Based on the detailed description of the individual sections, it can be concluded that the contribution of this work is reflected in several ways. The basic contribution is based on the proposal of a modular, data-driven approach for successfully solving the vehicle routing problem that can be applied to the real cases in the field of logistics. An innovative, predictive, and adaptive method of setting up and adjusting the parameters and constants used in the implementation of VRP algorithms which is based on the historical data is presented. The proposed approach aside from the prediction model for the used parameters and constants also consists of the multistep algorithm that is able to solve complex real-world VRPs, accepting some of the constraints and facts that are not taken into consideration in other scientific papers in this scientific field. These are essential for the practical usage, feasibility, and cost effectiveness of the resulting transportation routes in a realistic environment. These innovative segments of the proposed algorithm are also one of the contributions to this work, which are emphasized in a detailed description of the algorithm itself. In addition, the contribution of this work is also reflected in the fact that the real benchmark dataset is published to other researchers for further analyses and experiments. A practical contribution is reflected in the implementation of the web-based, easy-to-use system based on the proposed approach, with the possibility of the subsequent modification of the obtained transportation routes included. The system is being used by one of the largest distribution companies in Bosnia and Herzegovina. The resulting transportation routes are completely feasible, which results in financial and other benefits of the very companies using it.

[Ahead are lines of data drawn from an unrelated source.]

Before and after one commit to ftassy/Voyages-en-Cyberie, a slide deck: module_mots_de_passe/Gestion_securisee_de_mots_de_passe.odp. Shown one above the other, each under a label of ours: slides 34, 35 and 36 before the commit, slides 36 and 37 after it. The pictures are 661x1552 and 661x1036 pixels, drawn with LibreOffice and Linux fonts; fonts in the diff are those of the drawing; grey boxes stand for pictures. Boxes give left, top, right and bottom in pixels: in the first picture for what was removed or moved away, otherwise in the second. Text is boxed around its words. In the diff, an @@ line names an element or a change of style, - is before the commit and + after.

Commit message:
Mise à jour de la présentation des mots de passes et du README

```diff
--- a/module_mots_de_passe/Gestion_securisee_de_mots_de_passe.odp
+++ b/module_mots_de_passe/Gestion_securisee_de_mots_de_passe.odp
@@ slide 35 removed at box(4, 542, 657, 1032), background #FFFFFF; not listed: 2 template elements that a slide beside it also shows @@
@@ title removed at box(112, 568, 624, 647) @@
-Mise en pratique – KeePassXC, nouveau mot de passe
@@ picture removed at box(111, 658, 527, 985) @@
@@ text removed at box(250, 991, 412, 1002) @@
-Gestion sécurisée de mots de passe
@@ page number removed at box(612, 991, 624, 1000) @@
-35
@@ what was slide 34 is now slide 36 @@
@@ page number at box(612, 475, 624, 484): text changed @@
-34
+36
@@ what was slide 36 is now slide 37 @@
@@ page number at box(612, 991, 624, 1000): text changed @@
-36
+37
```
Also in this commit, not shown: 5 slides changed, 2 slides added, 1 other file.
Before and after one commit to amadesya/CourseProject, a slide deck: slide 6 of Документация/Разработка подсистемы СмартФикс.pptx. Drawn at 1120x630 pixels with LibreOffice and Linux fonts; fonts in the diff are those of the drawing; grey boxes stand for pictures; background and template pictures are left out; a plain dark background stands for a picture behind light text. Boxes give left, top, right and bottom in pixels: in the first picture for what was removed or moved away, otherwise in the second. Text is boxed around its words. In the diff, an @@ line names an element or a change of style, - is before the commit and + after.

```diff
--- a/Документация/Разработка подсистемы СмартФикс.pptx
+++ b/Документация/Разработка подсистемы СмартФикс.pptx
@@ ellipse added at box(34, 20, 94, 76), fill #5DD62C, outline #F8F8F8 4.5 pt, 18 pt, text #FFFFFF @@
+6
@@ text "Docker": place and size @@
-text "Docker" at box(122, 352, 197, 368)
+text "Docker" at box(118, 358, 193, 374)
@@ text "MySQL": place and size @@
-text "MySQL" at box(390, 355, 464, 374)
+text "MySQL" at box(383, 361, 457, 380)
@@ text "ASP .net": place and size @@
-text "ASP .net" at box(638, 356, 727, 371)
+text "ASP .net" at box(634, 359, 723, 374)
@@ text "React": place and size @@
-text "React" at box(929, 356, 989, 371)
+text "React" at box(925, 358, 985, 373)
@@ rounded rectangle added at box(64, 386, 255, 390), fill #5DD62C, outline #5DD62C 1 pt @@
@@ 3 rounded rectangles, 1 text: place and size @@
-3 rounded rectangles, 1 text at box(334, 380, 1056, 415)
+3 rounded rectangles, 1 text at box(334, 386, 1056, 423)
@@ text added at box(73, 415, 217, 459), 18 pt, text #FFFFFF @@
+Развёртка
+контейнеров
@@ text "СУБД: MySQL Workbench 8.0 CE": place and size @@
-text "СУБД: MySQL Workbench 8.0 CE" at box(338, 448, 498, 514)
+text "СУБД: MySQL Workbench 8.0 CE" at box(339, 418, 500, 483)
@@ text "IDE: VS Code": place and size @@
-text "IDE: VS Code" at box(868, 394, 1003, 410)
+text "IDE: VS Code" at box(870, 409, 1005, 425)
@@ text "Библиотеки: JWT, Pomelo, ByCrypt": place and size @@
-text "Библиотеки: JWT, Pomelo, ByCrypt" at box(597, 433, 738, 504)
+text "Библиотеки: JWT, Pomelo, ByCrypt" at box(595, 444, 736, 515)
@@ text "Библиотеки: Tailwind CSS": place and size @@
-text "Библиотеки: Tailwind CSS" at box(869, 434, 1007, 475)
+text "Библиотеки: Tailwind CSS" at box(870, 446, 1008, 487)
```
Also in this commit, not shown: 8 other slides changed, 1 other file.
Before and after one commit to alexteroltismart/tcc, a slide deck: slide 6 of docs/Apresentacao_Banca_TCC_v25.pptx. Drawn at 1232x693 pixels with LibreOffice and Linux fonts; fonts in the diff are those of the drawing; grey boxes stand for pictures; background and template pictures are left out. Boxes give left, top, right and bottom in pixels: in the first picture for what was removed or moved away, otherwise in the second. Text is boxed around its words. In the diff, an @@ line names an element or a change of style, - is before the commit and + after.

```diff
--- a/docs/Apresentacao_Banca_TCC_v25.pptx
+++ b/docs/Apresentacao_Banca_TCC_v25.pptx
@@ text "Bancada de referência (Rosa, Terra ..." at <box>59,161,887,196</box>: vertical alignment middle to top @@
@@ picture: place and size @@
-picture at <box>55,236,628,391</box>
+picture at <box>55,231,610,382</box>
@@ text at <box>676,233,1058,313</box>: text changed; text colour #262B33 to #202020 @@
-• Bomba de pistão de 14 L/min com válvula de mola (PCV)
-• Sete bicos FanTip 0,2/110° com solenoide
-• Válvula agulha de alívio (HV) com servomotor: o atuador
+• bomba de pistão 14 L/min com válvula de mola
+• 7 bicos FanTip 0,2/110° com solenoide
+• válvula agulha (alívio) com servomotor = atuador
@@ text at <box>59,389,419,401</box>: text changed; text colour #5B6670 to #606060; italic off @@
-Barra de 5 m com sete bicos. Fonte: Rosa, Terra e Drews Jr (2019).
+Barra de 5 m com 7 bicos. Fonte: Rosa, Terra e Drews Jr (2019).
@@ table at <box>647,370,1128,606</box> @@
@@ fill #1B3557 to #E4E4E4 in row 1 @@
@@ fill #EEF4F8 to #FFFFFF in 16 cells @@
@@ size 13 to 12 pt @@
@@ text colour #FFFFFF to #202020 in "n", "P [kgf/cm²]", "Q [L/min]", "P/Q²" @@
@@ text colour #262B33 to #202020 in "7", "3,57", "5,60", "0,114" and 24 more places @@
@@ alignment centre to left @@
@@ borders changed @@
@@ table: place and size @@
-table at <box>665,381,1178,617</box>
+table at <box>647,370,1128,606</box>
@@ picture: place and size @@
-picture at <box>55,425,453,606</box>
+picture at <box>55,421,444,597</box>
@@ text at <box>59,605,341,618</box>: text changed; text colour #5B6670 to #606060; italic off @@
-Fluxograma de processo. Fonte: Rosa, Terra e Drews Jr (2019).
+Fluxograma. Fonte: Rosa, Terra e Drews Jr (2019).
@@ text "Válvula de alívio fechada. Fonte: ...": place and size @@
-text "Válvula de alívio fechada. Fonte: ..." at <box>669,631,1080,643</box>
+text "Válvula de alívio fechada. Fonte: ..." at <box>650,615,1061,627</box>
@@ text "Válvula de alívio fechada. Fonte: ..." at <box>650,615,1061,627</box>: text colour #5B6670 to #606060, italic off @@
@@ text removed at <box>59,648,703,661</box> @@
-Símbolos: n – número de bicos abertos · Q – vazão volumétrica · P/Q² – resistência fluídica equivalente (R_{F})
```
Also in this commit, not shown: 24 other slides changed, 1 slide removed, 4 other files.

Future research can be based on using variable neighborhood search (VNS) or simulated annealing for the third step of the algorithm. Also, the third step could use a hybrid approach, which combines multiple metaheuristic algorithms during the local search. Another improvement could be decreasing the run-time of the algorithm’s operators. One idea used in several of the mentioned scientific works relies on the approach of not observing all the possible combinations and choosing the best one, but rather only observing those combinations in which two geographically close routes can be swapped. Besides using the geographical location for certain parameter adjustments, GPS data, weather conditions, and delivery times can be used as well.

Data Availability

The data used to support the findings of this study have been deposited in the following online repositories: https://doi.org/10.4121/uuid:598b19d1-df64-493e-991a-d8d655dac3ea and https://doi.org/10.4121/uuid:97006624-d6a3-4a29-bffa-e8daf60699d8.

Conflicts of Interest

The authors declare that they have no conflicts of interest.

Acknowledgments

The authors would like to thank the Faculty of Electrical Engineering in Sarajevo for the resource support and Info Studio d.o.o. Sarajevo for the possibility of practical use and testing.